In European morning trading, the dollar is slightly lower, with light movement across currencies

    by VT Markets
    /
    Jun 4, 2025

    The dollar is slightly lower in the European morning trade, showing a subdued session with minor movements. The EUR/USD has risen by 0.3% to just above 1.1400, while GBP/USD and AUD/USD have both increased by 0.2%, reaching 1.3540 and 0.6475 respectively.

    USD/JPY is down by 0.1% to 143.90, with no clear trend emerging. Market participants are focused on developments such as a court ruling on Trump’s tariffs and possible trade deals, along with talks between the US and China. Trump mentioned difficulty in reaching a deal with Xi.

    Futures And European Indices

    In other markets, US futures experienced a rise with S&P 500 futures increasing by 0.2%, affecting European indices positively. The DAX and CAC 40 went up by 0.8% and 0.7% respectively.

    What we are observing here is a gentle easing in the dollar across various pairs, which points to a spell of lighter trading volumes and minimal momentum in either direction. The euro has pulled ahead modestly, hovering just above the 1.1400 mark, and the pound and Aussie dollar have each moved up a touch. These shifts, although small, may still prove meaningful in the short-term if they continue to build on existing support levels.

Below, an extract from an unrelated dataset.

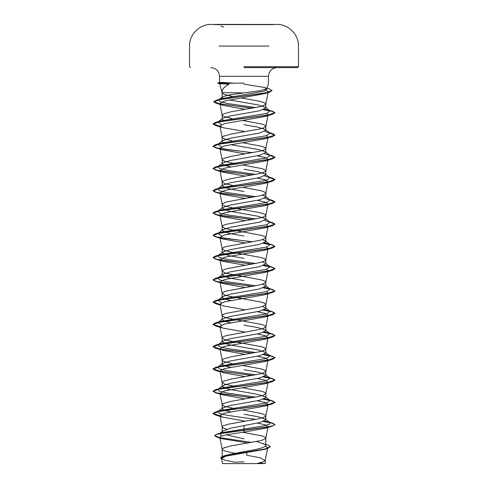<?xml version="1.0" encoding="UTF-8"?>
<svg xmlns="http://www.w3.org/2000/svg" width="488" height="488" viewBox="0 0 488 488"><rect width="100%" height="100%" fill="white"/><g stroke="black" fill="none" stroke-linecap="round" stroke-linejoin="round"><path stroke-width="0.73" d="M273.231 24.601L214.769 24.601M244 24.4L214.769 24.4L244 24.4M273.231 24.418L244 24.418M226.42 463.6L264.002 463.6M259.671 462.917A123.738 123.738 0 0 1 264.313 463.6L264.063 463.6M244 67.631L297.515 67.631L244 67.631M223.01 98.259L222.162 97.411L222.504 96.874L229.409 94.879L259.994 90.719L266.942 88.773L264.502 87.492L244 84.125M244 83.1L231.007 83.192C220.387 83.57 217.349 83.783 221.894 83.82L229.11 84.204C223.894 86.962 221.576 89.853 222.162 92.879L219.716 83.753L221.894 83.82M232.599 96.465L224.541 94.513L222.43 93.397L222.113 92.671L242.487 92.879M223.254 120.261L222.162 119.133L222.632 118.395L230.244 115.979L259.439 110.782L265.838 107.994L265.368 107.256L257.755 104.841L229.372 99.936M232.306 118.682L223.23 116.229L222.162 115.113L223.23 114.003L231.166 111.776L259.445 106.762L263.459 105.652L265.832 104.09L264.771 102.864L259.445 101.193L241.151 97.948M223.388 456.256L225.688 455.341L244 451.559C257.249 449.57 264.533 447.581 265.838 445.587L265.161 444.513L256.554 441.475M234.722 453.23L226.328 451.443L223.23 450.326L222.162 449.216L223.23 448.1L231.166 445.873L259.445 440.865L263.459 439.749L265.832 438.194L264.771 436.967L261.672 435.851L242.67 432.295M226.767 429.287L223.23 428.055L222.162 426.939L222.162 432.124L222.839 431.05L230.598 428.22L259.451 422.602L265.838 419.82L265.368 419.082L257.762 416.667L244 414.251M222.162 426.939L223.23 425.829L228.555 424.157L256.834 419.149L263.459 417.478L265.57 416.362L265.57 415.251L261.672 413.58L242.719 410.03M230.653 411.921L224.401 410.304L222.162 408.682L222.632 407.944L230.244 405.528L259.439 400.331L265.838 397.549L265.368 396.811L257.755 394.395L228.561 389.198L222.162 386.411L222.632 385.673L230.251 383.257L259.445 378.06L265.838 375.272L265.362 374.534L257.755 372.118L244 369.709M236.101 408.926L224.541 406.339L222.168 404.784L223.23 403.558L231.166 401.325L259.445 396.317L263.459 395.201L265.832 393.645L264.771 392.419L261.672 391.303L242.719 387.759M236.101 386.655L224.541 384.068L222.168 382.507L223.23 381.28L231.166 379.054L259.445 374.046L263.459 372.93L265.832 371.374L264.771 370.148L261.672 369.032L242.719 365.481M230.653 367.373L224.395 365.756L222.162 364.139L222.638 363.401L230.251 360.986L259.445 355.782L265.838 353.001L265.368 352.263L257.755 349.847L228.561 344.65L222.162 341.862L222.632 341.124L230.244 338.709L259.439 333.511L265.838 330.73L265.368 329.992L257.749 327.576L244 325.16M232.306 363.688L223.23 361.236L222.162 360.12L223.23 359.009L231.166 356.783L259.445 351.769L263.459 350.659L265.832 349.097L264.771 347.871L261.672 346.761L228.555 340.63L224.541 339.52L222.168 337.964L223.23 336.732L226.328 335.622L259.445 329.498L263.459 328.381L265.832 326.826L264.771 325.6L261.672 324.483L228.555 318.359L224.541 317.249L222.168 315.687L223.23 314.461L226.328 313.351L259.445 307.22L263.459 306.11L265.832 304.549L264.771 303.322L261.672 302.212L228.555 296.088L224.541 294.972L222.168 293.416L223.23 292.19L226.328 291.074L259.445 284.949L263.459 283.839L265.832 282.277L264.771 281.051L261.672 279.941L228.555 273.811L224.541 272.7L222.168 271.139L223.23 269.913L226.328 268.803L259.445 262.678L263.459 261.562L265.832 260.006L264.771 258.78L261.672 257.664L228.555 251.54L224.541 250.423L222.168 248.868L223.23 247.642L226.328 246.525L259.445 240.401L263.459 239.291L265.832 237.729L264.771 236.503L261.672 235.393L228.555 229.269L224.541 228.152L222.168 226.597L223.23 225.371L226.328 224.254L259.445 218.13L263.459 217.014L265.832 215.458L264.771 214.232L259.445 212.561L231.166 207.553L224.541 205.881L222.43 204.765L222.43 203.655L226.328 201.983L259.445 195.859L263.459 194.743L265.57 193.632L265.57 192.516L261.672 190.845L242.719 187.294M230.647 322.83L224.395 321.208L222.162 319.591L222.638 318.853L230.244 316.438L259.451 311.24L265.838 308.453L265.362 307.714L262.428 306.446M230.653 300.553L224.395 298.937L222.162 297.32L222.632 296.582L230.244 294.166L259.439 288.969L265.838 286.181L265.368 285.443L262.428 284.175M244 280.612L228.561 277.831L222.162 275.043L222.632 274.305L230.251 271.889L259.439 266.692L265.838 263.91L265.368 263.166L262.428 261.904M244 258.341L228.549 255.553L222.162 252.772L222.638 252.034L230.251 249.618L259.445 244.421L265.838 241.633L265.368 240.895L262.428 239.626M244 236.064L228.555 233.282L222.162 230.501L222.632 229.756L230.244 227.347L259.439 222.15L265.838 219.362L265.368 218.624L257.743 216.208L228.561 211.011L222.162 208.224L222.632 207.485L230.251 205.07L259.451 199.873L265.838 197.091L265.362 196.347L262.428 195.078M244 191.522L228.549 188.734L222.162 185.952L222.632 185.214L230.238 182.799L259.445 177.601L265.838 174.814L265.368 174.076L257.755 171.66L244 169.244M236.101 186.19L224.541 183.604L222.168 182.048L223.23 180.822L231.166 178.596L259.445 173.582L263.459 172.471L265.832 170.91L264.771 169.684L261.672 168.574L242.719 165.023M230.653 166.914L224.401 165.298L222.162 163.681L222.632 162.937L230.244 160.528L259.439 155.324L265.838 152.543L265.368 151.805L257.749 149.389L230.647 144.643M236.101 163.919L224.541 161.333L222.168 159.777L223.23 158.551L231.166 156.319L259.445 151.31L263.459 150.194L265.832 148.639L264.771 147.413L261.672 146.296L242.719 142.752M223.254 142.533L222.162 141.404L222.638 140.666L230.251 138.25L259.451 133.053L265.838 130.266L265.368 129.527L257.755 127.118L244 124.702M232.306 140.953L223.23 138.501L222.162 137.39L223.23 136.274L231.166 134.047L259.445 129.039L263.459 127.923L265.832 126.368L264.771 125.142L261.672 124.025L242.719 120.475M244 438.852L226.304 434.808M236.101 364.377L235.472 364.268M236.101 141.648L235.472 141.532M265.557 446.197L267.699 447.746L264.844 449.338L226.157 456.097L221.546 458.403L224.498 460.074L234.941 462.252A123.738 123.738 0 0 1 244 461.923M267.699 447.746L265.216 460.397L262.8 461.996L256.682 463.6L265.228 463.6L222.565 463.6L221.546 458.403M265.216 460.397L260.012 457.756L246.739 455.231L246.8 452.626M244 425.39L244 432.112L226.664 434.735L221.473 436.04L219.82 437.346L222.406 438.785L247.044 442.805L247.032 443.153M236.271 97.13L235.655 97.02M222.168 92.958L222.162 97.411M265.368 419.082L269.992 422.693L269.48 424.243L264.203 425.786L221.863 432.636L219.96 433.387M222.839 431.05L219.515 433.673L221.717 435.955M214.567 435.546L216.739 434.369L223.004 433.009L272.444 426.146L274.933 424.53L272.579 425.92L265.875 427.311L217.044 434.094L214.567 435.546L219.899 437.73M262.904 443.58L267.741 445.08L270.407 446.673L264.923 449.015L223.48 456.036L220.625 457.793L221.668 459.043M214.567 435.735L217.258 437.266L251.534 442.396M270.407 446.673L267.473 448.551L225.706 455.621L220.625 457.976M265.13 89.707L268.248 91.738L265.027 93.58L224.535 101.01L219.868 103.487L223.107 105.335L245.281 109.343M266.521 113.429L268.095 114.82L265.13 116.498L224.639 123.592L219.905 125.959L222.87 127.636L245.281 131.614M266.521 135.701L268.095 137.097L265.13 138.775L224.645 145.869L219.911 148.23L222.87 149.907L245.281 153.885M257.353 155.782L265.399 157.569L268.095 159.369L265.13 161.046L224.645 168.14L219.905 170.507L222.87 172.185L245.281 176.162M257.347 178.053L265.405 179.846L268.095 181.64L265.13 183.317L224.645 190.411L219.905 192.778L222.87 194.456L245.281 198.433M257.353 200.324L265.405 202.117L268.089 203.917L265.13 205.594L224.645 212.689L219.905 215.049L222.87 216.727L245.281 220.704M266.521 224.797L268.095 226.188M267.936 226.499L265.13 227.865L224.645 234.96L219.911 237.327L222.87 239.004L245.281 242.981M266.521 247.068L268.089 248.459L265.832 260.006M267.936 248.776L265.13 250.137L224.645 257.231L219.911 259.598L222.87 261.275L245.281 265.252M266.521 269.339L268.095 270.736M267.936 271.047L265.13 272.414L224.645 279.508L219.905 281.869L222.87 283.546L245.281 287.524M266.521 291.617L268.089 293.007M267.936 293.319L265.13 294.685L224.645 301.779L219.911 304.146L222.87 305.824L245.281 309.801M257.347 311.692L265.405 313.485L268.089 315.279L265.832 326.826M267.936 315.596L265.13 316.956L224.645 324.05L219.905 326.417L222.87 328.095L245.281 332.072M257.353 333.963L265.411 335.762L268.095 337.556M267.936 337.867L265.13 339.233L224.645 346.327L219.911 348.694L222.87 350.366L245.281 354.343M257.353 356.24L265.405 358.033L268.089 359.827M267.936 360.144L265.13 361.504L224.645 368.599L219.911 370.965L222.876 372.643L245.281 376.62M257.353 378.511L265.405 380.305L268.095 382.104M267.936 382.415L265.124 383.781L224.639 390.876L219.905 393.236L222.876 394.914L245.281 398.891M257.347 400.782L265.411 402.582L268.089 404.375M267.936 404.686L265.13 406.053L224.639 413.147L219.911 415.514L222.87 417.191L245.281 421.168M257.347 423.059L265.399 424.853L268.089 426.646L265.832 438.194M267.936 426.963L265.124 428.324L244 432.112M230.781 83.1L230.781 83.003C220.198 82.655 217.178 82.46 221.717 82.429L233.502 83.1M210.877 67.631C216.044 68.045 218.929 70.937 219.539 76.293L244 76.293L219.539 76.293L219.539 82.49L221.717 82.429M269.992 422.693L264.746 420.949M255.694 419.369L228.189 415.465L219.472 413.513L218.008 411.561L220.411 410.524L266.643 402.948L269.992 400.422L264.746 398.678M255.694 397.098L228.189 393.194L219.472 391.236L218.008 389.284L220.411 388.253L266.643 380.677L269.992 378.151L264.746 376.4M255.694 374.821L228.189 370.917L219.472 368.965L218.008 367.013L220.411 365.982L266.643 358.399L269.992 355.874L264.746 354.129M255.694 352.55L228.189 348.645L219.472 346.694L218.008 344.741L220.411 343.704L266.643 336.128L269.992 333.603L264.746 331.858M221.479 325.026L218.008 322.464L220.411 321.433L266.643 313.857L269.992 311.332L264.746 309.581M221.479 302.749L218.008 300.193L220.411 299.162L266.643 291.58L269.992 289.055L264.746 287.31M255.694 285.73L228.189 281.826L219.472 279.874L218.008 277.922L220.411 276.885L266.643 269.309L269.992 266.784L264.746 265.033M255.694 263.459L228.189 259.549L219.472 257.597L218.008 255.645L220.411 254.614L266.643 247.038L269.992 244.512L264.746 242.762M221.479 235.93L218.008 233.374L220.411 232.343L266.643 224.761L269.992 222.235L264.746 220.491M255.694 218.911L228.189 215.007L219.472 213.055L218.008 211.103L220.411 210.066L266.643 202.489L269.992 199.964L264.746 198.213M255.694 196.64L228.189 192.73L219.472 190.778L218.008 188.826L220.411 187.795L266.643 180.218L269.992 177.687L264.746 175.942M255.694 174.362L228.189 170.458L219.472 168.506L218.008 166.554L220.411 165.517L266.643 157.941L269.992 155.416L264.746 153.671M221.479 146.839L218.008 144.277L220.411 143.246L266.643 135.67L269.992 133.145L264.746 131.394M221.479 124.562L218.008 122.006L220.411 120.975L266.643 113.399L269.992 110.867L264.746 109.123M255.694 107.543L228.451 103.676L220.039 101.742L218.734 99.808L222.504 96.874M218.813 99.747L221.278 98.722L264.417 91.146L267.07 88.621M274.933 424.53L272.444 423.096L263.691 421.406M219.966 415.806L213.067 413.391L215.556 411.957L267.967 404.68L274.933 402.258L272.444 400.825L263.691 399.135M252.528 397.677L225.383 394.395L216.318 392.761L213.067 391.12L215.556 389.686L267.967 382.409L274.933 379.981L272.444 378.548L263.691 376.858M252.528 375.406L220.064 371.276M219.966 371.258L213.067 368.849L215.556 367.415L267.967 360.138L274.933 357.71L272.444 356.277L263.691 354.587M252.528 353.129L220.064 349.005M219.966 348.987L213.067 346.571L215.556 345.138L267.967 337.861L274.933 335.433L272.444 334.005L263.691 332.316M219.966 326.716L213.067 324.3L215.556 322.867L267.967 315.59L274.933 313.162L272.444 311.728L263.691 310.039M219.966 304.439L213.067 302.023L215.556 300.596L267.967 293.312L274.933 290.891L272.444 289.457L263.691 287.767M252.528 286.31L225.383 283.034L216.318 281.393L213.067 279.752L215.556 278.319L267.967 271.041L274.933 268.613L272.444 267.186L263.691 265.496M252.528 264.038L225.383 260.757L216.318 259.122L213.067 257.481L215.556 256.048L267.967 248.77L274.933 246.342L272.444 244.909L263.691 243.219M252.528 241.767L225.383 238.486L216.318 236.845L213.067 235.204L215.556 233.776L267.967 226.493L274.933 224.071L272.444 222.638L269.644 221.967M252.528 219.49L225.383 216.214L216.318 214.574L213.067 212.933L215.556 211.499L267.967 204.222L274.933 201.794L272.444 200.367L269.644 199.69M252.528 197.219L225.383 193.937L216.318 192.296L213.067 190.662L215.556 189.228L267.967 181.951L274.933 179.523L272.444 178.089L269.644 177.419M252.528 174.948L225.383 171.666L216.318 170.025L213.067 168.384L215.556 166.951L267.967 159.674L274.933 157.252L272.444 155.818L267.589 154.385M252.528 152.671L225.383 149.395L216.318 147.754L213.067 146.113L215.556 144.68L267.967 137.403L274.933 134.975L272.444 133.541L269.644 132.87M219.966 126.252L213.067 123.842L215.556 122.409L267.967 115.131L274.933 112.704L272.444 111.27L263.691 109.58M252.528 108.123L220.179 103.987M219.96 103.944L213.774 101.644L216.385 100.162L265.746 92.927L272.066 90.518L269.303 88.926L264.502 87.492M274.933 424.712L271.883 423.126L263.325 421.54M220.003 416.002L215.556 415.007L213.067 413.58L220.033 411.152L272.444 403.875L274.933 402.441L271.883 400.855L263.325 399.263M251.899 397.787L215.556 392.736L213.067 391.303L220.033 388.881L272.444 381.604L274.933 380.17L271.883 378.578L263.325 376.992M251.899 375.516L215.556 370.465L213.067 369.032L220.033 366.604L272.444 359.327L274.933 357.893L271.883 356.307L263.325 354.721M251.899 353.239L220.295 349.231M220.003 349.176L215.556 348.188L213.067 346.761L220.033 344.333L272.444 337.055L274.933 335.622L271.883 334.036L263.325 332.444M220.003 326.905L215.556 325.917L213.067 324.483L220.033 322.062L272.444 314.778L274.933 313.351L271.883 311.759L263.325 310.173M220.003 304.634L215.556 303.646L213.067 302.212L220.033 299.784L272.444 292.507L274.933 291.074L271.883 289.488L263.325 287.902M251.899 286.419L215.556 281.369L213.067 279.941L220.033 277.513L272.444 270.236L274.933 268.803L271.883 267.211L263.325 265.625M251.899 264.148L215.556 259.097L213.067 257.664L220.033 255.236L272.444 247.959L274.933 246.525L271.883 244.939L263.325 243.353M251.899 241.877L215.556 236.826L213.067 235.393L220.033 232.965L272.444 225.688L274.933 224.254L269.968 222.217M251.899 219.6L215.556 214.549L213.067 213.116L220.033 210.694L272.444 203.417L274.933 201.983L269.968 199.946M251.899 197.329L215.556 192.278L213.067 190.845L220.033 188.417L272.444 181.139L274.933 179.706L269.968 177.675M251.899 175.058L215.556 170.007L213.067 168.574L220.033 166.146L272.444 158.868L274.933 157.435L269.968 155.398M251.899 152.781L215.556 147.73L213.067 146.296L220.033 143.875L272.444 136.597L274.933 135.164L269.968 133.126M220.003 126.447L215.556 125.459L213.067 124.025L220.033 121.597L272.444 114.32L274.933 112.887L271.883 111.301L263.325 109.715M251.899 108.238L216.239 103.267L213.774 101.833L220.381 99.43L269.474 92.232L272.066 90.518M244 463.6L230.922 463.6M230.781 83.003L217.593 83.003L219.752 83.003L221.162 83.607M231.007 83.192L219.752 83.192M268.858 46.073L219.136 46.073M244 66.703L298.449 66.703L244 66.703M244 76.293L268.461 76.293L244 76.293M221.034 82.624L219.752 83.003M297.515 67.631L298.449 66.703L298.449 46.073C298.741 34.556 288.451 24.199 276.922 24.418A5444.579 5444.579 0 0 0 273.231 24.4M214.769 24.4A5444.579 5444.579 0 0 0 211.078 24.418C199.549 24.199 189.259 34.556 189.551 46.073L189.551 66.703L190.485 67.631M266.942 88.773L268.461 83.1L268.461 76.293C269.071 70.937 271.956 68.045 277.123 67.631M265.838 107.994L265.838 103.981M265.838 445.587L265.838 438.078M265.838 419.82L265.838 415.806M265.838 397.549L265.838 393.529M265.838 375.272L265.838 371.258M265.838 353.001L265.838 348.987M265.838 330.73L265.838 326.71M265.838 308.453L265.838 304.439M265.838 286.181L265.838 282.168M265.838 263.91L265.838 259.89M265.838 241.633L265.838 237.619M265.838 219.362L265.838 215.348M265.838 197.091L265.838 193.071M265.838 174.814L265.838 170.8M265.838 152.543L265.838 148.529M265.838 130.266L265.838 126.252M222.162 457.53L222.162 449.216M222.162 408.682L222.162 404.668M222.162 386.411L222.162 382.397M222.162 364.139L222.162 360.12M222.162 341.862L222.162 337.849M222.162 319.591L222.162 315.577M222.162 297.32L222.162 293.3M222.162 275.043L222.162 271.029M222.162 252.772L222.162 248.758M222.162 230.501L222.162 226.481M222.162 208.224L222.162 204.21M222.162 185.952L222.162 181.939M222.162 163.681L222.162 159.661M222.162 141.404L222.162 137.39M222.162 119.133L222.162 115.113M265.228 463.6L265.228 460.282M225.688 455.341L223.48 456.036M221.863 432.636L217.044 434.094M217.258 437.266L222.406 438.785M267.473 448.551L264.844 449.338M268.248 91.738L265.832 104.09M219.868 103.487L222.168 115.229M268.089 114.82L265.832 126.368M219.911 125.959L222.168 137.5M268.089 137.097L265.832 148.639M219.911 148.23L222.168 159.777M268.089 159.369L265.832 170.91M219.911 170.507L222.168 182.048M268.089 181.64L265.832 193.187M219.911 192.778L222.168 204.319M268.089 203.917L265.832 215.458M219.911 215.049L222.168 226.597M267.93 227.018L265.832 237.729M219.911 237.327L222.168 248.868M219.911 259.598L222.168 271.139M267.93 271.566L265.832 282.277M219.911 281.869L222.168 293.416M267.93 293.837L265.832 304.549M219.911 304.146L222.168 315.687M219.911 326.417L222.168 337.964M267.93 338.385L265.832 349.097M219.911 348.694L222.168 360.235M267.93 360.656L265.832 371.374M219.911 370.965L222.168 382.507M267.93 382.934L265.832 393.645M219.911 393.236L222.168 404.784M267.93 405.205L265.832 415.916M219.911 415.514L222.168 427.055M219.82 437.346L222.168 449.326M267.589 421.662L272.444 423.096M220.411 410.524L215.556 411.957M267.589 399.391L272.444 400.825M220.411 388.253L215.556 389.686M267.589 377.114L272.444 378.548M220.411 365.982L215.556 367.415M267.589 354.843L272.444 356.277M220.411 343.704L215.556 345.138M267.589 332.572L272.444 334.005M220.411 321.433L215.556 322.867M267.589 310.295L272.444 311.728M220.411 299.162L215.556 300.596M267.589 288.024L272.444 289.457M220.411 276.885L215.556 278.319M267.589 265.753L272.444 267.186M220.411 254.614L215.556 256.048M267.589 243.475L272.444 244.909M220.411 232.343L215.556 233.776M267.589 221.204L272.444 222.638M220.411 210.066L215.556 211.499M267.589 198.933L272.444 200.367M220.411 187.795L215.556 189.228M267.589 176.656L272.444 178.089M220.411 165.517L215.556 166.951M220.411 143.246L215.556 144.68M267.589 132.108L272.444 133.541M220.411 120.975L215.556 122.409M267.589 109.837L272.444 111.27M221.278 98.722L216.385 100.162M218.008 411.561L222.632 407.944M269.992 400.422L265.368 396.811M218.008 389.284L222.632 385.673M269.992 378.151L265.368 374.534M218.008 367.013L222.632 363.395M269.992 355.874L265.368 352.263M218.008 344.741L222.632 341.124M269.992 333.603L265.368 329.992M218.008 322.464L222.632 318.853M269.992 311.332L265.368 307.714M218.008 300.193L222.632 296.582M269.992 289.055L265.368 285.443M218.008 277.922L222.632 274.305M269.992 266.784L265.368 263.166M218.008 255.645L222.632 252.034M269.992 244.512L265.368 240.895M218.008 233.374L222.632 229.756M269.992 222.235L265.368 218.624M218.008 211.103L222.632 207.485M269.992 199.964L265.368 196.347M218.008 188.826L222.632 185.214M269.992 177.687L265.368 174.076M218.008 166.554L222.632 162.937M269.992 155.416L265.368 151.805M218.008 144.277L222.632 140.666M269.992 133.145L265.368 129.527M218.008 122.006L222.632 118.395M269.992 110.867L265.368 107.256M265.027 93.58L269.474 92.232M223.107 105.335L216.239 103.267M265.13 116.498L272.444 114.32M222.87 127.636L215.556 125.459M265.13 138.775L272.444 136.597M222.87 149.907L215.556 147.73M265.13 161.046L272.444 158.868M222.87 172.185L215.556 170.007M265.13 183.317L272.444 181.139M222.87 194.456L215.556 192.278M265.13 205.594L272.444 203.417M222.87 216.727L215.556 214.549M265.13 227.865L272.444 225.688M222.87 239.004L215.556 236.826M265.13 250.137L272.444 247.959M222.87 261.275L215.556 259.097M265.13 272.414L272.444 270.236M222.87 283.546L215.556 281.369M265.13 294.685L272.444 292.507M220.07 304.976L215.556 303.646M265.13 316.956L272.444 314.778M222.87 328.095L215.556 325.917M265.13 339.233L272.444 337.055M220.07 349.524L215.556 348.188M265.13 361.504L272.444 359.327M220.07 371.795L215.556 370.465M265.124 383.781L272.444 381.604M222.876 394.914L215.556 392.736M265.13 406.053L272.444 403.875M222.87 417.191L215.556 415.007M265.124 428.324L272.444 426.146M219.557 82.478L217.593 83.192L219.74 83.765M223.742 27.005L220.765 25.943"/></g></svg>

    The dollar-yen pair is drifting lower without showing any clear strength either way. The narrow movement hints at a lack of conviction in current risk sentiment, possibly due to traders holding back ahead of more clarity around policies or larger data releases. We’ve noted that discussions around trade policy and diplomatic relations are still being digested, especially in view of potential barriers between the U.S. administration and officials in Beijing.

    When someone like Trump highlights difficulty in making progress with his counterpart, it tends to inject uncertainty into the markets. That gets priced in quickly, and we’ve seen this lead to cautious positioning, particularly in currency markets. Leaders may speak in generalities, but their phrasing can have real consequences for directional bias.

    Market Sentiment And Positioning

    On the equities front, the rally in U.S. futures appears to be keeping European indices afloat. The uptick in the S&P 500’s expected open of 0.2% is acting like a mild shot in the arm for nearby markets, including the DAX and CAC 40. We would interpret this as a general risk-on tone for the moment, albeit a fragile one.

    Price action suggests that short-term positioning is being guided more by sentiment and headlines than hard economic data. For now, implied volatility remains subdued across major contracts. That could shift rapidly should any new trade decisions or legal rulings introduce a fresh risk element.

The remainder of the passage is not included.